Senge thinks that Jensen and himself may agree that management should improve learning processes (p. 75). He doesn’t have a problem with building firm value as an aspiration (Jensen), but his main concern comes from a misplaced emphasis on value maximization if it is taken away from larger learning processes (p. 75).

Objective Problems with Value Maximization

In the introduction Senge said he had two sets of problems. The second problem raises questions about the aim of value maximization (p. 75). Senge suggests that if we think about organizations as living systems (and not as machines) it will lead us to a different understanding of the role of profits and value.

The Living Company

A retired Shell executive (Arie de Geus) wrote a book raising issues about seeing a company as a living being (p. 76). We see organizations as machines because we grew up in an industrial society according to Senge. A difference between a machine and a living system is that living systems create. Machines on the other hand are created. Companies are, therefore, ambiguous (p. 76), they are created by their founders but they also act as a human community.

De Geus says that companies that have survived for a long time are tempted to see themselves more as living beings than as machines (p. 76).

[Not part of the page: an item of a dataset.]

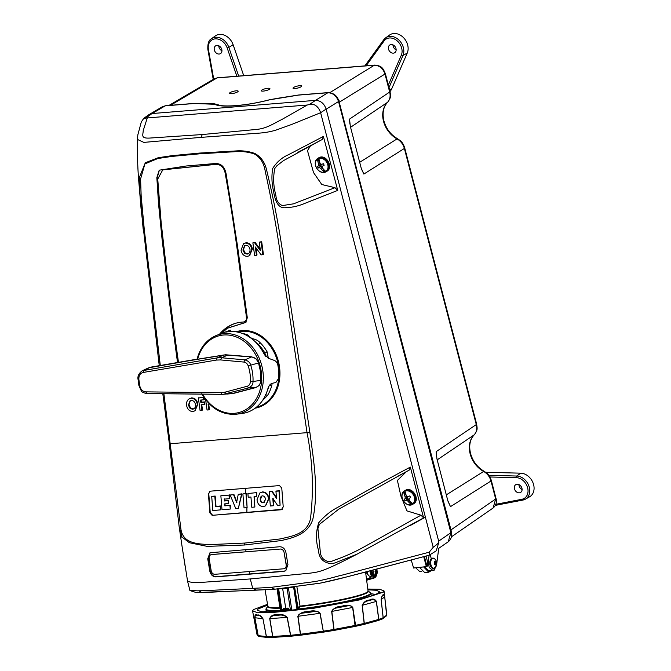 <?xml version="1.0" encoding="UTF-8"?>
<svg xmlns="http://www.w3.org/2000/svg" width="671" height="671" viewBox="0 0 671 671"><rect width="100%" height="100%" fill="white"/><g stroke="black" fill="none" stroke-linecap="round" stroke-linejoin="round"><path stroke-width="1.01" d="M434.766 561.308A4.622 2.667 -94.6 0 1 435.127 563.07M434.842 564.714L434.766 564.714A0.822 0.478 -94.6 0 1 435.127 563.892A4.622 2.667 -94.6 0 1 435.152 563.892L435.169 563.112A0.822 0.478 -94.6 0 1 434.9 562.088L434.607 561.518M434.59 568.085A5.15 2.969 -94.6 0 1 433.743 568.379L435.705 567.029A5.024 2.894 -94.6 0 1 434.842 567.943A5.024 2.894 -94.6 0 1 430.967 564.907A5.024 2.894 -94.6 0 1 432.384 558.507A5.024 2.894 -94.6 0 1 435.068 559.136L432.912 558.113A5.15 2.969 -94.6 0 1 433.843 558.289M435.705 565.032L436.309 563.019L435.664 561.484L434.699 561.157L434.212 563.162L434.858 564.697L435.705 565.032M435.127 563.892L436.267 563.799M435.37 564.672L435.907 564.621M430.983 566.903A4.622 2.667 -94.6 0 1 430.43 560.017M389.608 89.956L391.755 88.731L407.255 53.043A13.11 10.241 -122.5 0 0 402.264 36.511A13.11 10.241 -122.5 0 0 389.566 35.035L385.64 37.853A12.841 10.031 -122.5 0 0 383.812 39.69A1.283 0.763 -144.2 0 0 383.703 39.799L364.848 65.901M396.15 49.88A4.731 3.699 57.5 0 1 395.076 49.201A4.731 3.699 57.5 0 1 392.963 44.882M394.103 45.594A4.58 3.581 -122.5 0 0 389.734 45.032A4.58 3.581 -122.5 0 0 390.413 52.103A4.58 3.581 -122.5 0 0 394.657 52.749A4.58 3.581 -122.5 0 0 394.103 45.594M391.755 88.731A17.429 13.621 57.5 0 1 390.036 91.575A2.516 0.604 165.4 0 1 389.666 92.028L384.986 74.036C382.99 68.367 379.434 65.431 374.309 65.238L217.027 77.928L214.267 78.784L217.412 77.794A2.516 1.451 85.4 0 0 217.027 77.928L170.442 105.33M243.732 75.672L233.122 44.722A13.11 10.241 -122.5 0 0 219.576 34.397A13.11 10.241 -122.5 0 0 215.366 35.915L211.44 38.742C208.79 40.025 207.591 43.54 207.834 49.285L213.227 79.396M221.95 50.77A4.731 3.699 57.5 0 1 218.763 45.771M216.943 45.435A4.58 3.581 -122.5 0 0 215.534 45.922A4.58 3.581 -122.5 0 0 214.645 50.912A4.58 3.581 -122.5 0 0 219.182 54.041A4.58 3.581 -122.5 0 0 220.457 53.638A4.58 3.581 -122.5 0 0 221.514 48.648A4.58 3.581 -122.5 0 0 216.943 45.435M495.676 504.34L521.887 499.283A1.283 0.763 79.1 0 0 522.801 500.113A1.283 0.763 79.1 0 0 522.944 500.054A12.841 10.031 -122.5 0 0 525.385 499.174L529.595 496.8A13.11 10.241 -122.5 0 0 533.613 484.655A13.11 10.241 -122.5 0 0 520.721 473.172L485.737 472.283M522.097 489.57A4.731 3.699 57.5 0 1 519.077 485.829A4.731 3.699 57.5 0 1 518.909 484.571M521.929 488.236A4.58 3.581 -122.5 0 0 515.68 484.722A4.58 3.581 -122.5 0 0 514.472 488.84A4.58 3.581 -122.5 0 0 520.604 492.439A4.58 3.581 -122.5 0 0 521.929 488.236M231.495 93.663A4.462 1.006 -14 0 0 237.568 91.91A4.462 1.006 -14 0 0 237.928 91.642A4.462 1.006 -14 0 0 235.865 90.853A4.462 1.006 -14 0 0 230.296 92.497A4.462 1.006 -14 0 0 229.985 93.621A4.462 1.006 -14 0 0 231.495 93.663M294.963 88.547A4.462 1.006 -14 0 0 301.036 86.785A4.462 1.006 -14 0 0 301.396 86.525A4.462 1.006 -14 0 0 299.341 85.729A4.462 1.006 -14 0 0 293.772 87.373A4.462 1.006 -14 0 0 293.462 88.497A4.462 1.006 -14 0 0 294.963 88.547M263.233 91.105A4.462 1.006 -14 0 0 269.297 89.344A4.462 1.006 -14 0 0 269.658 89.084A4.462 1.006 -14 0 0 267.603 88.295A4.462 1.006 -14 0 0 262.034 89.931A4.462 1.006 -14 0 0 261.724 91.063A4.462 1.006 -14 0 0 263.233 91.105M429.13 555.227L428.291 561.09L429.163 567.473L433.021 570.543L434.246 570.124L436.62 564.571M415.726 567.783L419.752 571.608L421.791 571.449M436.67 564.177L438.733 548.341M424.76 566.81L428.861 570.878L433.021 570.543M434.246 570.124L433.793 568.379M431.277 558.725L430.203 554.623M215.827 104.273L220.247 105.464M338.754 100.868A2.516 0.688 163.8 0 1 338.889 101.019A2.516 0.688 163.8 0 1 338.536 101.539C336.515 95.861 332.959 92.925 327.867 92.741L298.461 95.097L269.49 99.828C245.812 105.959 221.942 107.905 214.41 104.273L194.632 103.477L166.634 105.733A2.516 1.451 85.4 0 1 167.02 105.607L165.527 105.741A2.516 1.359 84.5 0 0 165.175 105.867L162.39 106.739L149.918 114.078M438.306 548.643L448.228 541.774L450.853 532.732L438.666 541.153L326.123 109.071L438.918 542.101L436.225 550.849L429.281 555.185L359.564 573.63C345.045 577.236 336.683 579.828 319.656 583.233L274.758 589.197L270.832 587.393L315.345 581.514C333.059 577.932 334.233 576.901 342.915 574.93L429.188 552.208L433.206 547.31C437.14 544.332 439.044 542.596 438.918 542.101M450.451 531.063L450.853 532.732A2.516 0.512 -13.1 0 0 451.239 532.338L450.811 530.61A2.516 0.604 165.4 0 1 450.451 531.063L338.536 101.539L326.148 109.18M451.063 531.6A2.516 0.973 170.3 0 1 451.289 531.357L451.432 533.37M450.694 530.157A2.516 0.604 165.4 0 1 450.979 529.922L451.289 531.357M493.084 508.022L495.676 498.998L490.987 481.006A2.516 0.604 -14.6 0 0 491.357 480.553L496.037 498.545C496.582 499.97 497.194 504.634 493.084 508.022L451.357 536.867M349.885 124.034L349.541 119.094L350.321 126.358L361.183 168.052L363.858 174.074L361.451 168.958M338.796 100.717L450.971 529.897L495.676 498.998A2.516 0.604 -14.6 0 0 496.037 498.545M334.946 94.947L339.081 100.566M448.077 501.522L450.484 506.639L447.8 500.616L436.947 458.914L436.167 451.658L436.511 456.599M339.258 102.604A2.516 0.604 165.4 0 1 339.358 102.722L338.889 101.019C337.152 95.76 333.621 92.959 328.304 92.606L328.304 92.606A2.516 1.543 86.3 0 0 327.867 92.741L315.504 100.356M320.268 163.665L319.941 165.251L317.433 166.4L320.444 165.024A3.137 2.449 -122.5 0 0 320.671 165.519A3.137 2.449 -122.5 0 0 320.956 165.98L318.264 167.985A12.464 1.669 -30.9 0 0 319.27 167.607L320.604 166.5L322.399 167.347M317.433 166.4A4.211 3.288 -122.5 0 0 317.786 167.222A4.211 3.288 -122.5 0 0 318.264 167.985M318.398 165.955A12.397 5.687 -61.8 0 1 318.725 164.294A12.422 7.708 -114.8 0 1 317.534 159.061A7.465 5.838 -122.5 0 0 316.385 167.708A7.465 5.838 -122.5 0 0 324.412 172.111L324.697 172.254A7.733 6.039 -122.5 0 0 325.46 171.977A7.733 6.039 -122.5 0 0 326.156 171.575L325.871 171.441A7.465 5.838 -122.5 0 0 327.02 162.793A7.465 5.838 -122.5 0 0 318.993 158.39A12.422 7.708 65.2 0 0 320.184 163.623A12.397 5.15 14 0 0 321.803 164.378L323.212 163.732M317.534 159.061L317.568 158.717A7.733 6.039 -122.5 0 1 318.264 158.322A7.733 6.039 -122.5 0 1 319.019 158.046L318.993 158.39M319.035 158.901A6.861 5.36 -122.5 0 0 318.213 159.95M324.697 172.254L322.055 167.247L320.881 168.371A12.397 6.836 -171.2 0 1 319.27 167.607M324.412 172.111A12.422 7.708 -114.8 0 1 320.881 168.371M325.871 171.441A12.422 7.708 65.2 0 1 322.332 167.7A12.397 4.001 112.4 0 1 322.676 166.031A12.464 1.669 -30.9 0 0 324.127 165.276A4.211 3.288 -122.5 0 0 323.296 163.69L321.803 164.378M318.725 164.294L320.201 163.724L317.568 158.717M321.275 164.143L320.109 165.175L321.484 164.236M320.713 163.883L320.931 164.32M406.819 496.263L406.626 498.016L405.074 498.738A12.464 0.755 151.1 0 0 404.194 499.325L407.18 497.848A3.137 2.449 -122.5 0 0 407.44 498.327A3.137 2.449 -122.5 0 0 407.758 498.771L405.141 500.843A12.464 0.948 -35.1 0 0 406.064 500.331L407.381 499.224L409.084 499.845M404.194 499.325A4.211 3.288 -122.5 0 0 404.605 500.121A4.211 3.288 -122.5 0 0 405.141 500.843M405.074 498.738A12.397 6.224 -67 0 1 405.25 497.018A12.422 7.75 -121.6 0 1 403.732 491.96A7.465 5.838 -122.5 0 0 403.355 500.868A7.465 5.838 -122.5 0 0 411.558 504.5L411.86 504.626A7.733 6.039 -122.5 0 0 412.581 504.265A7.733 6.039 -122.5 0 0 413.227 503.787L412.925 503.661A7.465 5.838 -122.5 0 0 413.294 494.753A7.465 5.838 -122.5 0 0 405.091 491.122A12.422 7.75 58.4 0 0 406.618 496.179A12.397 4.672 8.8 0 0 408.262 496.775A12.464 0.755 151.1 0 1 409.671 495.953A4.211 3.288 -122.5 0 1 410.618 497.471A12.464 0.948 -35.1 0 1 409.251 498.368A12.397 4.538 107.5 0 0 409.058 500.096A12.422 7.75 58.4 0 0 412.925 503.661M403.732 491.96L403.741 491.625A7.733 6.039 -122.5 0 1 404.387 491.147A7.733 6.039 -122.5 0 1 405.108 490.786L405.091 491.122M411.86 504.626L408.857 499.82L407.7 500.935A12.397 6.358 -176.7 0 1 406.064 500.331M411.558 504.5A12.422 7.75 -121.6 0 1 407.7 500.935M405.25 497.018L406.743 496.439L403.741 491.625M407.171 496.397L407.532 497.001L408.094 496.725M372.891 570.149A6.307 4.932 57.5 0 1 373.143 573.856A4.093 2.365 85.4 0 1 372.187 575.383M371.466 574.267A6.785 5.217 -47.6 0 0 372.036 573.185A6.76 3.841 -25.5 0 0 372.363 572.732L372.682 572.766A6.785 2.256 16.6 0 1 373.042 573.302A2.835 1.636 85.4 0 0 373.277 572.254A6.785 2.936 -171.9 0 0 372.933 571.642A6.76 4.588 -154.2 0 0 372.715 571.138A6.76 5.821 -83.8 0 0 372.631 570.484A6.785 5.217 -47.6 0 0 372.623 570.224M371.256 572.891L371.524 573.109A2.399 1.384 85.4 0 0 371.7 572.304L371.399 572.069M370.912 571.407L370.862 570.685M370.778 571.331A6.785 2.256 16.6 0 1 371.055 571.491A6.76 3.909 34.5 0 1 371.399 571.977A6.76 5.142 93.9 0 1 371.357 572.648A6.785 4.538 124.4 0 1 371.088 573.252M300.029 606.584L300.029 606.098A50.711 5.041 -8.7 0 0 368.127 591.017A50.895 5.058 171.3 0 1 300.029 606.584L298.268 609A52.9 5.259 -8.7 0 0 370.317 592.627L370.92 593.541A53.084 5.276 171.3 0 1 337.253 603.665M297.085 609.914L293.596 586.982L288.438 587.997L288.354 587.469M426.899 566.173L427.343 566.131L426.857 566.45M423.619 566.936L428.761 572.195L431.201 570.685M419.476 567.381L424.726 572.606L428.761 572.195M282.147 611.348L282.072 610.124A0.637 0.52 73.4 0 1 282.474 609.453L282.399 611.331M282.474 609.453L284.504 609.159L284.269 609.905L281.963 610.182A0.637 0.637 0 0 1 282.407 609.469M282.6 588.207L285.703 608.152L284.554 609.159L286.693 609.109L286.425 609.855L284.269 609.905M288.488 610.803L288.278 609.402L289.126 609.26L287.909 608.094L286.693 609.109A0.637 0.52 73.4 0 1 287.28 609.704L287.482 610.904M299.878 606.123L299.945 606.601M298.184 609.411A60.273 5.989 -8.7 0 0 297.043 609.637M263.829 611.902L266.228 611.138L263.862 611.902M375.425 594.464L370.937 593.709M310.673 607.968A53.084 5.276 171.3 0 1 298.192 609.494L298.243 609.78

Companies have a sense of identity, a purpose, and core values.

Purpose and Function: Rethinking Value Maximization in a Living Company

But how is this living company idea related to value maximization (p. 77)? Senge makes yet another biological distinction; design versus emergence. Living beings have some basic functions that are created by the organism itself and not by design (p. 77). The full set of capabilities of a living system comes from the interplay of design and emergence (p. 78).

By distinguishing design and emergence, Senge makes a distinction between function and purpose. Function has two meanings: design of the organism and fit into larger systems of the organism (p. 78). Purpose on the other hand is emergent, it can never be specified by a designer (p. 78).

Value maximization could be seen as the function of the organization within society (p. 78). This will only change if the design is substantially changed. But, because organizations are living systems, this design is subject to emergence (p. 78). In conclusion; design and emergence coexist and interact inside a living system. Therefore, creating firm value and actualizing purpose can coexist.